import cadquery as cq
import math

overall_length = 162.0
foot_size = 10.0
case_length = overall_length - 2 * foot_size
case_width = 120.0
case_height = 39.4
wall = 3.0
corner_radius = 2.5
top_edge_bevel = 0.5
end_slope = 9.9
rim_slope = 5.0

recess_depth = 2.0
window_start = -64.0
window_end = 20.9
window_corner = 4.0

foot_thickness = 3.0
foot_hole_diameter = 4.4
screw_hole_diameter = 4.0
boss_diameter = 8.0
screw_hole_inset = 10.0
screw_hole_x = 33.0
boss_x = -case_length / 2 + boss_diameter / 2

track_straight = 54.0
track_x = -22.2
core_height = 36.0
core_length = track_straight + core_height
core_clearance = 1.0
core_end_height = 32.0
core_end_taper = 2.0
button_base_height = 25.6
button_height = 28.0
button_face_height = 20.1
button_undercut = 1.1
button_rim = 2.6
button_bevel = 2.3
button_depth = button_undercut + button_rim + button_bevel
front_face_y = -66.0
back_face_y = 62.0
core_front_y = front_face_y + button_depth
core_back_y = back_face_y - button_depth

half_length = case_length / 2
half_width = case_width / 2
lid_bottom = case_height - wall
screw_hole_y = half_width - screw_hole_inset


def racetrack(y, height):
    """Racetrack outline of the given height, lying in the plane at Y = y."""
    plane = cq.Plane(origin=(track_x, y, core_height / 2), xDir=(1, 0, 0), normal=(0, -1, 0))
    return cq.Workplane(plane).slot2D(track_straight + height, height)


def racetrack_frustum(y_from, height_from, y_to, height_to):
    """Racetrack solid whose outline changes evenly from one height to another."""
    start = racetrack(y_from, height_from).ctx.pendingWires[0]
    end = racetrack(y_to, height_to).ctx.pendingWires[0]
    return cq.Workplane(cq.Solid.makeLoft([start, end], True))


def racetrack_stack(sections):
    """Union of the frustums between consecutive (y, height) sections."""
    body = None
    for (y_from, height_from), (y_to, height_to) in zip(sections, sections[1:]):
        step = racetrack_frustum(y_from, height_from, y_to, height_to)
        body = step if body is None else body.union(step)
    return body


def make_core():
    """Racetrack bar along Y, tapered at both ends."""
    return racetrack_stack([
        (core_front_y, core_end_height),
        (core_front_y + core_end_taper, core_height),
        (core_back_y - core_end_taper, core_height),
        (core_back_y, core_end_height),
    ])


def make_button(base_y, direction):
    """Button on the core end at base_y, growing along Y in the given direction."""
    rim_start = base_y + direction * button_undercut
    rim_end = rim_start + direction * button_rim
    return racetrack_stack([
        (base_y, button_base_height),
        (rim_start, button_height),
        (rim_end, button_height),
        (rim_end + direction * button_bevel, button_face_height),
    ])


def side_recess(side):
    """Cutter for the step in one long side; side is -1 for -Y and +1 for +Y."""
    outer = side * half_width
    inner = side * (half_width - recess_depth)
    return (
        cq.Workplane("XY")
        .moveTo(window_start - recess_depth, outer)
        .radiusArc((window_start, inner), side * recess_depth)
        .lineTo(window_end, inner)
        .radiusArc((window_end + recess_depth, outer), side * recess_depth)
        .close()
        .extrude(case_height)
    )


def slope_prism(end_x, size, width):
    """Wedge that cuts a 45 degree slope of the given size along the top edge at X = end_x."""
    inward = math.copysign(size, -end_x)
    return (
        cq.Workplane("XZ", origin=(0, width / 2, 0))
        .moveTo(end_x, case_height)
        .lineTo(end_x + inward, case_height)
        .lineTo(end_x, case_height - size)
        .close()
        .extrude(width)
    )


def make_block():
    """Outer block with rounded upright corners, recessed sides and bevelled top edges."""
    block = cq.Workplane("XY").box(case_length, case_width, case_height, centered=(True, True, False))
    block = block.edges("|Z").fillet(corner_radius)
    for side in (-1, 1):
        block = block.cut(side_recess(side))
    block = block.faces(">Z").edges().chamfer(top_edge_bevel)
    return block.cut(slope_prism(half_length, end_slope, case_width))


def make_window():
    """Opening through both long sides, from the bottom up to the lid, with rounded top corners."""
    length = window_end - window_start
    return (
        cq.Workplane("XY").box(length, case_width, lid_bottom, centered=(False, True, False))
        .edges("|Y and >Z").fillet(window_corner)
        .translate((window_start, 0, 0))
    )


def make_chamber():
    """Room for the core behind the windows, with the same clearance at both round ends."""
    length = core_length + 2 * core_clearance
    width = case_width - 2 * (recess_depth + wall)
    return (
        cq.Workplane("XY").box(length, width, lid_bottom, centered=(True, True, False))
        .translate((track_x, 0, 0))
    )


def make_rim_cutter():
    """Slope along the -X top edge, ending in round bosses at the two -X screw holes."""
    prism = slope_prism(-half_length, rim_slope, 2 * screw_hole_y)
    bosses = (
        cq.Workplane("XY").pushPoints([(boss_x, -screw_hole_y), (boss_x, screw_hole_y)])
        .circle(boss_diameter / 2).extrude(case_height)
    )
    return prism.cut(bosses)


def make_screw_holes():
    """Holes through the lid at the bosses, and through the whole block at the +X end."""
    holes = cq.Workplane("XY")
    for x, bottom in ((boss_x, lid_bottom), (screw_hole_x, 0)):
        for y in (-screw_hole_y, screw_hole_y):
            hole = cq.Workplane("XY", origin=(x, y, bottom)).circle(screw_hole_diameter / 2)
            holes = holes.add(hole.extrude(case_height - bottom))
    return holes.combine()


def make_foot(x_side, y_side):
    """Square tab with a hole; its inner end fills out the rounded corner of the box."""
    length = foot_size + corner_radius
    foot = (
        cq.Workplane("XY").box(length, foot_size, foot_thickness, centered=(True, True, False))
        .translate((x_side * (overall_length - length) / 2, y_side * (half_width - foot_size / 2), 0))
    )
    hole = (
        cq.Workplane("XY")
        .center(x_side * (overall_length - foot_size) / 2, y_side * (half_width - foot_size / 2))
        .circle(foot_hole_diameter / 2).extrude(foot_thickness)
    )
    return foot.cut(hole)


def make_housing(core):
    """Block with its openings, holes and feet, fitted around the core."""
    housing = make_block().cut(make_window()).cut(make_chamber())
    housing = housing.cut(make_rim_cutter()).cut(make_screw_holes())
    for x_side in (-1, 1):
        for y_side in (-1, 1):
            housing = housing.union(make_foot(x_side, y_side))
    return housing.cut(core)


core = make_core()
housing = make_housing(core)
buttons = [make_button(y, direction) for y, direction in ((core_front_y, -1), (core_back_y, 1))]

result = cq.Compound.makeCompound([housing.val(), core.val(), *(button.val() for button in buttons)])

★ ★ ★

What you write must match the material above exactly and in full.

import cadquery as cq
import math

overall_length = 162.0
foot_size = 10.0
case_length = overall_length - 2 * foot_size
case_width = 120.0
case_height = 39.4
wall = 3.0
corner_radius = 2.5
top_edge_bevel = 0.5
end_slope = 9.9
rim_slope = 5.0

recess_depth = 2.0
window_start = -64.0
window_end = 20.9
window_corner = 4.0

foot_thickness = 3.0
foot_hole_diameter = 4.4
screw_hole_diameter = 4.0
boss_diameter = 8.0
screw_hole_inset = 10.0
screw_hole_x = 33.0
boss_x = -case_length / 2 + boss_diameter / 2

track_straight = 54.0
track_x = -22.2
core_height = 36.0
core_length = track_straight + core_height
core_clearance = 1.0
core_end_height = 32.0
core_end_taper = 2.0
button_base_height = 25.6
button_height = 28.0
button_face_height = 20.1
button_undercut = 1.1
button_rim = 2.6
button_bevel = 2.3
button_depth = button_undercut + button_rim + button_bevel
front_face_y = -66.0
back_face_y = 62.0
core_front_y = front_face_y + button_depth
core_back_y = back_face_y - button_depth

half_length = case_length / 2
half_width = case_width / 2
lid_bottom = case_height - wall
screw_hole_y = half_width - screw_hole_inset


def racetrack(y, height):
    """Racetrack outline of the given height, lying in the plane at Y = y."""
    plane = cq.Plane(origin=(track_x, y, core_height / 2), xDir=(1, 0, 0), normal=(0, -1, 0))
    return cq.Workplane(plane).slot2D(track_straight + height, height)


def racetrack_frustum(y_from, height_from, y_to, height_to):
    """Racetrack solid whose outline changes evenly from one height to another."""
    start = racetrack(y_from, height_from).ctx.pendingWires[0]
    end = racetrack(y_to, height_to).ctx.pendingWires[0]
    return cq.Workplane(cq.Solid.makeLoft([start, end], True))


def racetrack_stack(sections):
    """Union of the frustums between consecutive (y, height) sections."""
    body = None
    for (y_from, height_from), (y_to, height_to) in zip(sections, sections[1:]):
        step = racetrack_frustum(y_from, height_from, y_to, height_to)
        body = step if body is None else body.union(step)
    return body


def make_core():
    """Racetrack bar along Y, tapered at both ends."""
    return racetrack_stack([
        (core_front_y, core_end_height),
        (core_front_y + core_end_taper, core_height),
        (core_back_y - core_end_taper, core_height),
        (core_back_y, core_end_height),
    ])


def make_button(base_y, direction):
    """Button on the core end at base_y, growing along Y in the given direction."""
    rim_start = base_y + direction * button_undercut
    rim_end = rim_start + direction * button_rim
    return racetrack_stack([
        (base_y, button_base_height),
        (rim_start, button_height),
        (rim_end, button_height),
        (rim_end + direction * button_bevel, button_face_height),
    ])


def side_recess(side):
    """Cutter for the step in one long side; side is -1 for -Y and +1 for +Y."""
    outer = side * half_width
    inner = side * (half_width - recess_depth)
    return (
        cq.Workplane("XY")
        .moveTo(window_start - recess_depth, outer)
        .radiusArc((window_start, inner), side * recess_depth)
        .lineTo(window_end, inner)
        .radiusArc((window_end + recess_depth, outer), side * recess_depth)
        .close()
        .extrude(case_height)
    )


def slope_prism(end_x, size, width):
    """Wedge that cuts a 45 degree slope of the given size along the top edge at X = end_x."""
    inward = math.copysign(size, -end_x)
    return (
        cq.Workplane("XZ", origin=(0, width / 2, 0))
        .moveTo(end_x, case_height)
        .lineTo(end_x + inward, case_height)
        .lineTo(end_x, case_height - size)
        .close()
        .extrude(width)
    )


def make_block():
    """Outer block with rounded upright corners, recessed sides and bevelled top edges."""
    block = cq.Workplane("XY").box(case_length, case_width, case_height, centered=(True, True, False))
    block = block.edges("|Z").fillet(corner_radius)
    for side in (-1, 1):
        block = block.cut(side_recess(side))
    block = block.faces(">Z").edges().chamfer(top_edge_bevel)
    return block.cut(slope_prism(half_length, end_slope, case_width))


def make_window():
    """Opening through both long sides, from the bottom up to the lid, with rounded top corners."""
    length = window_end - window_start
    return (
        cq.Workplane("XY").box(length, case_width, lid_bottom, centered=(False, True, False))
        .edges("|Y and >Z").fillet(window_corner)
        .translate((window_start, 0, 0))
    )


def make_chamber():
    """Room for the core behind the windows, with the same clearance at both round ends."""
    length = core_length + 2 * core_clearance
    width = case_width - 2 * (recess_depth + wall)
    return (
        cq.Workplane("XY").box(length, width, lid_bottom, centered=(True, True, False))
        .translate((track_x, 0, 0))
    )


def make_rim_cutter():
    """Slope along the -X top edge, ending in round bosses at the two -X screw holes."""
    prism = slope_prism(-half_length, rim_slope, 2 * screw_hole_y)
    bosses = (
        cq.Workplane("XY").pushPoints([(boss_x, -screw_hole_y), (boss_x, screw_hole_y)])
        .circle(boss_diameter / 2).extrude(case_height)
    )
    return prism.cut(bosses)


def make_screw_holes():
    """Holes through the lid at the bosses, and through the whole block at the +X end."""
    holes = cq.Workplane("XY")
    for x, bottom in ((boss_x, lid_bottom), (screw_hole_x, 0)):
        for y in (-screw_hole_y, screw_hole_y):
            hole = cq.Workplane("XY", origin=(x, y, bottom)).circle(screw_hole_diameter / 2)
            holes = holes.add(hole.extrude(case_height - bottom))
    return holes.combine()


def make_foot(x_side, y_side):
    """Square tab with a hole; its inner end fills out the rounded corner of the box."""
    length = foot_size + corner_radius
    foot = (
        cq.Workplane("XY").box(length, foot_size, foot_thickness, centered=(True, True, False))
        .translate((x_side * (overall_length - length) / 2, y_side * (half_width - foot_size / 2), 0))
    )
    hole = (
        cq.Workplane("XY")
        .center(x_side * (overall_length - foot_size) / 2, y_side * (half_width - foot_size / 2))
        .circle(foot_hole_diameter / 2).extrude(foot_thickness)
    )
    return foot.cut(hole)


def make_housing(core):
    """Block with its openings, holes and feet, fitted around the core."""
    housing = make_block().cut(make_window()).cut(make_chamber())
    housing = housing.cut(make_rim_cutter()).cut(make_screw_holes())
    for x_side in (-1, 1):
        for y_side in (-1, 1):
            housing = housing.union(make_foot(x_side, y_side))
    return housing.cut(core)


core = make_core()
housing = make_housing(core)
buttons = [make_button(y, direction) for y, direction in ((core_front_y, -1), (core_back_y, 1))]

result = cq.Compound.makeCompound([housing.val(), core.val(), *(button.val() for button in buttons)])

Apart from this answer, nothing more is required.